Amen! Brother........The more hunters the stronger we will be as a whole, as long as we as hunters don't judge/criticise each others abilities and ways to harvest game like some of the primadonnas and crybabies on here.

I want a new rest (spot-hog whammy), more arrows and will be coming to see you soon. Take care.


----------



## Tenpoint TL-7 (Jan 23, 2006)

*Crossbows In Archery Season*

I'd take my Tenpoint Titan TL-7 165# crossbow with a Tasco 2.5x10x50mm Mil-Dot scope for deer hunting anytime over my 45# compound. I hunt with my crossbow 40 yards and in and I trust the crossbow more to get the job done. I practice by going to 3D archery shoots to keep my judging yardages sharp. I had more passthrews with the croosbow then the compound bow. You can shoot what you want and I'll shoot what works best for me as long as it's allowed. :darkbeer:


----------



## wicked1Joe (May 19, 2009)

Sticking together for the big picture would be a plus 
(your right to hunt period)
XBows don't make a dent in anyones season...


----------



## rocklocker2 (Feb 12, 2007)

*x bows*

I get the feeling most dissenters on here never shot an xbow.mine shoots a bit under 330 fps,my iron mace is faster than that.xbows fall off quick after 40 yds and i would kill a deer over 60 with the mace ,also trying to cock an xbow for a second shot in the woods is not easy.neither is carrying one thru brush.before you jump on the anti bandwagon try one.up here we dont use dogs or buckshot .not ethical in my book either.dogs chasing deer around here are considered to be target practice.


----------



## Ayastigi (Jul 9, 2007)

*Well??*



rocklocker2 said:


> I get the feeling most dissenters on here never shot an xbow.mine shoots a bit under 330 fps,my iron mace is faster than that.xbows fall off quick after 40 yds and i would kill a deer over 60 with the mace ,also trying to cock an xbow for a second shot in the woods is not easy.neither is carrying one thru brush.before you jump on the anti bandwagon try one.up here we dont use dogs or buckshot .not ethical in my book either.dogs chasing deer around here are considered to be target practice.

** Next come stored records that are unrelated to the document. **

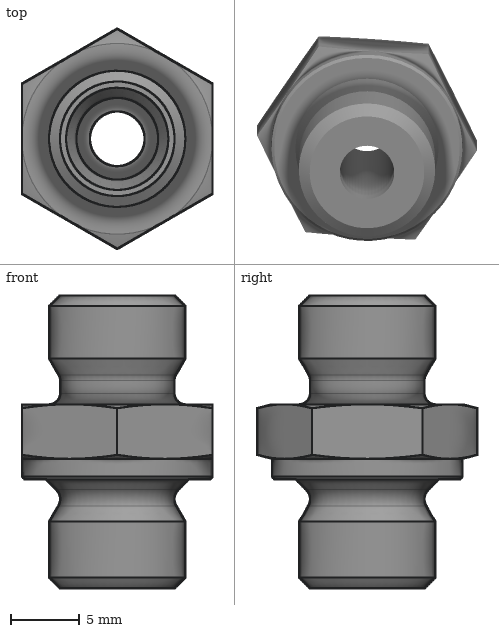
import cadquery as cq
import math

total_height = 21.5
end_length = 8.0
flange_thickness = 1.5
flange_top = end_length + flange_thickness
hex_top = total_height - end_length

across_flats = 14.0
flange_radius = across_flats / 2
thread_radius = 10.0 / 2
neck_radius = 8.4 / 2

end_chamfer = 0.8
flange_chamfer = 0.2
hex_chamfer_angle = math.radians(15)

neck_slope = math.radians(30)
neck_fillet = 0.8
lower_thread_top = 4.9
upper_thread_bottom = 16.85
flange_slope = math.radians(45)
groove_arc = 0.99

bore_diameter = 4.0
tube_radius = 6.0 / 2
socket_mouth_radius = 7.5 / 2
socket_half_angle = math.radians(12)
socket_depth = 5.5


def revolve(profile):
    """Turn a closed radius-height profile about the Z axis."""
    return profile.close().revolve(360, (0, 0, 0), (0, 1, 0))


def make_turned_body():
    """Threaded ends, undercuts and round flange."""
    undercut_height = (thread_radius - neck_radius) / math.tan(neck_slope)
    tangent = neck_fillet * math.tan(neck_slope / 2)
    tangent_rise = tangent * math.cos(neck_slope)
    tangent_run = tangent * math.sin(neck_slope)
    arc_mid_rise = neck_fillet * math.sin(neck_slope / 2)
    arc_mid_run = neck_fillet * (1 - math.cos(neck_slope / 2))
    arc_end_radius = neck_radius + tangent_run

    groove_low_radius = neck_radius + groove_arc * (1 - math.cos(neck_slope))
    groove_low = lower_thread_top + (thread_radius - groove_low_radius) / math.tan(neck_slope)
    groove_center = groove_low + groove_arc * math.sin(neck_slope)
    groove_high_radius = neck_radius + groove_arc * (1 - math.cos(flange_slope))
    groove_high = groove_center + groove_arc * math.sin(flange_slope)
    seat_radius = groove_high_radius + (end_length - groove_high) * math.tan(flange_slope)

    upper_neck_top = upper_thread_bottom - undercut_height
    hex_fillet_mid = neck_fillet * (1 - math.sqrt(0.5))
    profile = (
        cq.Workplane("XZ")
        .lineTo(thread_radius - end_chamfer, 0)
        .lineTo(thread_radius, end_chamfer)
        .lineTo(thread_radius, lower_thread_top)
        .lineTo(groove_low_radius, groove_low)
        .threePointArc((neck_radius, groove_center), (groove_high_radius, groove_high))
        .lineTo(seat_radius, end_length)
        .lineTo(flange_radius - flange_chamfer, end_length)
        .lineTo(flange_radius, end_length + flange_chamfer)
        .lineTo(flange_radius, hex_top)
        .lineTo(neck_radius + neck_fillet, hex_top)
        .threePointArc(
            (neck_radius + hex_fillet_mid, hex_top + hex_fillet_mid),
            (neck_radius, hex_top + neck_fillet),
        )
        .lineTo(neck_radius, upper_neck_top - tangent)
        .threePointArc(
            (neck_radius + arc_mid_run, upper_neck_top - tangent + arc_mid_rise),
            (arc_end_radius, upper_neck_top + tangent_rise),
        )
        .lineTo(thread_radius, upper_thread_bottom)
        .lineTo(thread_radius, total_height - end_chamfer)
        .lineTo(thread_radius - end_chamfer, total_height)
        .lineTo(0, total_height)
    )
    return revolve(profile)


def make_hexagon():
    """Hexagon with corners on the Y axis, chamfered at both faces."""
    corner_radius = across_flats / math.sqrt(3)
    corner_drop = (corner_radius - flange_radius) * math.tan(hex_chamfer_angle)
    prism = (
        cq.Workplane("XY", origin=(0, 0, flange_top))
        .polygon(6, 2 * corner_radius)
        .extrude(hex_top - flange_top)
        .rotate((0, 0, 0), (0, 0, 1), 90)
    )
    envelope = revolve(
        cq.Workplane("XZ")
        .moveTo(0, flange_top)
        .lineTo(flange_radius, flange_top)
        .lineTo(corner_radius, flange_top + corner_drop)
        .lineTo(corner_radius, hex_top - corner_drop)
        .lineTo(flange_radius, hex_top)
        .lineTo(0, hex_top)
    )
    return prism.intersect(envelope)


def make_passage():
    """Through bore opening into a tapered tube socket at the top."""
    taper_depth = (socket_mouth_radius - tube_radius) / math.tan(socket_half_angle)
    socket = revolve(
        cq.Workplane("XZ")
        .moveTo(0, total_height - socket_depth)
        .lineTo(tube_radius, total_height - socket_depth)
        .lineTo(tube_radius, total_height - taper_depth)
        .lineTo(socket_mouth_radius, total_height)
        .lineTo(0, total_height)
    )
    bore = cq.Workplane("XY").circle(bore_diameter / 2).extrude(total_height)
    return bore.union(socket)


result = make_turned_body().union(make_hexagon()).cut(make_passage())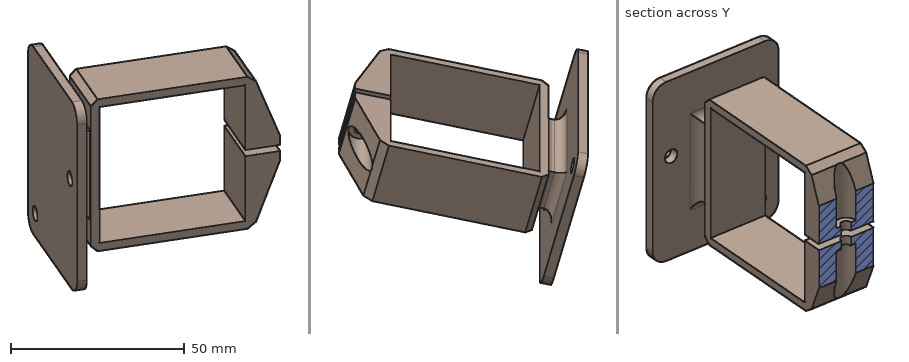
import cadquery as cq

PLATE_WIDTH = 46.1
PLATE_HEIGHT = 61.0
PLATE_THICKNESS = 3.0
PLATE_CORNER_RADIUS = 5.0
PLATE_HOLE_DIAMETER = 4.5
PLATE_HOLE_CENTRES = [(16.25, 4.5), (-16.25, -23.0)]

STEM_WIDTH = 13.0
STEM_HEIGHT = 27.0
STEM_STRAIGHT_LENGTH = 1.0
STEM_PLATE_FILLET = 3.0
STEM_CLAMP_FILLET = 2.2
STEM_EMBED = 0.3

TOTAL_DEPTH = 66.3
CLAMP_CENTRE_X = -1.5
CLAMP_WIDTH = 20.0
OPENING = 44.2
WALL = 2.65
CLAMP_CHAMFER = 2.0
CLAMP_GAP = 2.0

LUG_TIP_HEIGHT = 3.0
LUG_SHOULDER_INSET = 7.3
LUG_SHOULDER_DROP = 1.9
LUG_SLOPE_LENGTH = 2.65

SCREW_DIAMETER = 3.5
SEAT_DIAMETER = 7.0
SCREW_INSET = 3.9

STEM_LENGTH = STEM_PLATE_FILLET + STEM_STRAIGHT_LENGTH + STEM_CLAMP_FILLET
CLAMP_FRONT = PLATE_THICKNESS + STEM_LENGTH - STEM_EMBED
OPENING_FRONT = CLAMP_FRONT + WALL
OPENING_BACK = OPENING_FRONT + OPENING
OUTER_HALF = OPENING / 2 + WALL
LUG_TIP_Z = CLAMP_GAP / 2 + LUG_TIP_HEIGHT
SHOULDER_Y = TOTAL_DEPTH - LUG_SHOULDER_INSET
SCREW_Y = TOTAL_DEPTH - SCREW_INSET


def make_plate():
    """Rounded plate with its two mounting holes."""
    plate = (
        cq.Workplane("XZ")
        .rect(PLATE_WIDTH, PLATE_HEIGHT)
        .extrude(-PLATE_THICKNESS)
        .edges("|Y")
        .fillet(PLATE_CORNER_RADIUS)
    )
    holes = (
        cq.Workplane("XZ")
        .pushPoints(PLATE_HOLE_CENTRES)
        .circle(PLATE_HOLE_DIAMETER / 2)
        .extrude(-PLATE_THICKNESS)
    )
    return plate.cut(holes)


def stem_edges(body, y):
    """The four edges where the stem meets a flat face at the given Y."""
    margin = 0.1
    near_stem_end = cq.selectors.BoxSelector(
        (-STEM_WIDTH / 2 - margin, y - margin, -STEM_HEIGHT / 2 - margin),
        (STEM_WIDTH / 2 + margin, y + margin, STEM_HEIGHT / 2 + margin),
        boundingbox=True,
    )
    return body.edges(near_stem_end)


def slab(width, height, start_y, end_y):
    """Block centred on the Y axis, spanning start_y to end_y."""
    return cq.Workplane("XZ", origin=(0, start_y, 0)).rect(width, height).extrude(start_y - end_y)


def make_plate_with_stem():
    """Plate and stem, with the clamp-end flare cut off flat at the clamp's front face.

    A temporary end block gives the clamp-end flare a face to blend into.
    """
    stem_end = PLATE_THICKNESS + STEM_LENGTH
    block_end = stem_end + WALL
    stem = slab(STEM_WIDTH, STEM_HEIGHT, PLATE_THICKNESS, stem_end)
    end_block = slab(PLATE_WIDTH, PLATE_HEIGHT, stem_end, block_end)
    body = make_plate().union(stem).union(end_block)
    body = stem_edges(body, PLATE_THICKNESS).fillet(STEM_PLATE_FILLET)
    body = stem_edges(body, stem_end).fillet(STEM_CLAMP_FILLET)
    return body.cut(slab(PLATE_WIDTH, PLATE_HEIGHT, CLAMP_FRONT, block_end))


def make_clamp_half():
    """Upper half of the clamp, extruded along X from its YZ profile."""
    profile = [
        (CLAMP_FRONT, 0),
        (CLAMP_FRONT, OUTER_HALF - CLAMP_CHAMFER),
        (CLAMP_FRONT + CLAMP_CHAMFER, OUTER_HALF),
        (SHOULDER_Y - LUG_SLOPE_LENGTH, OUTER_HALF),
        (SHOULDER_Y, OUTER_HALF - LUG_SHOULDER_DROP),
        (TOTAL_DEPTH, LUG_TIP_Z),
        (TOTAL_DEPTH, CLAMP_GAP / 2),
        (OPENING_BACK, CLAMP_GAP / 2),
        (OPENING_BACK, OPENING / 2),
        (OPENING_FRONT, OPENING / 2),
        (OPENING_FRONT, 0),
    ]
    half = (
        cq.Workplane("YZ", origin=(CLAMP_CENTRE_X, 0, 0))
        .polyline(profile)
        .close()
        .extrude(CLAMP_WIDTH / 2, both=True)
    )
    screw_hole = (
        cq.Workplane("XY", origin=(CLAMP_CENTRE_X, SCREW_Y, 0))
        .circle(SCREW_DIAMETER / 2)
        .extrude(OUTER_HALF)
    )
    screw_seat = (
        cq.Workplane("XY", origin=(CLAMP_CENTRE_X, SCREW_Y, LUG_TIP_Z))
        .circle(SEAT_DIAMETER / 2)
        .extrude(OUTER_HALF - LUG_TIP_Z)
    )
    return half.cut(screw_hole).cut(screw_seat)


upper_half = make_clamp_half()
clamp = upper_half.union(upper_half.mirror("XY"))
result = make_plate_with_stem().union(clamp).clean()

I was not attempting to condem any hunter in there choice of weapon to kill a deer or whatever they kill. The quote above is a good defense of xbows but then attemts to point the finger at those who use dogs (which i do not, it is illegal here) or buckshot. There is talk of thickest and carrying xbows well if they are as thick as most of the east texas woods then it will be understood that you can easily be in a situation that you will shoot at deer inside 20 yards all day long. I am not attacking anyone here, or condeming anyone that gets on here (for the most part) because it would be counter perductive. In my orriginal statement I was just currious if I could expect much more hunting pressure during archery season. 

That being said I do feel that we beat up each other over what we thinks is ethical...Come on! I believe that each one of you can rationally decide what you and your weapon is capable of doing. We all make mistakes and hind site is 20/20. 

I hate to hear someone belitte others and say you shouldn't do this or that... why? becasue it is unethical...The million dollar question is "What is ethical" I dont need to get a million replys on this becasue I, like you have my own Idea on ethics. The only diffence between me and some others is I am not willing to belittle anyone over the issue. 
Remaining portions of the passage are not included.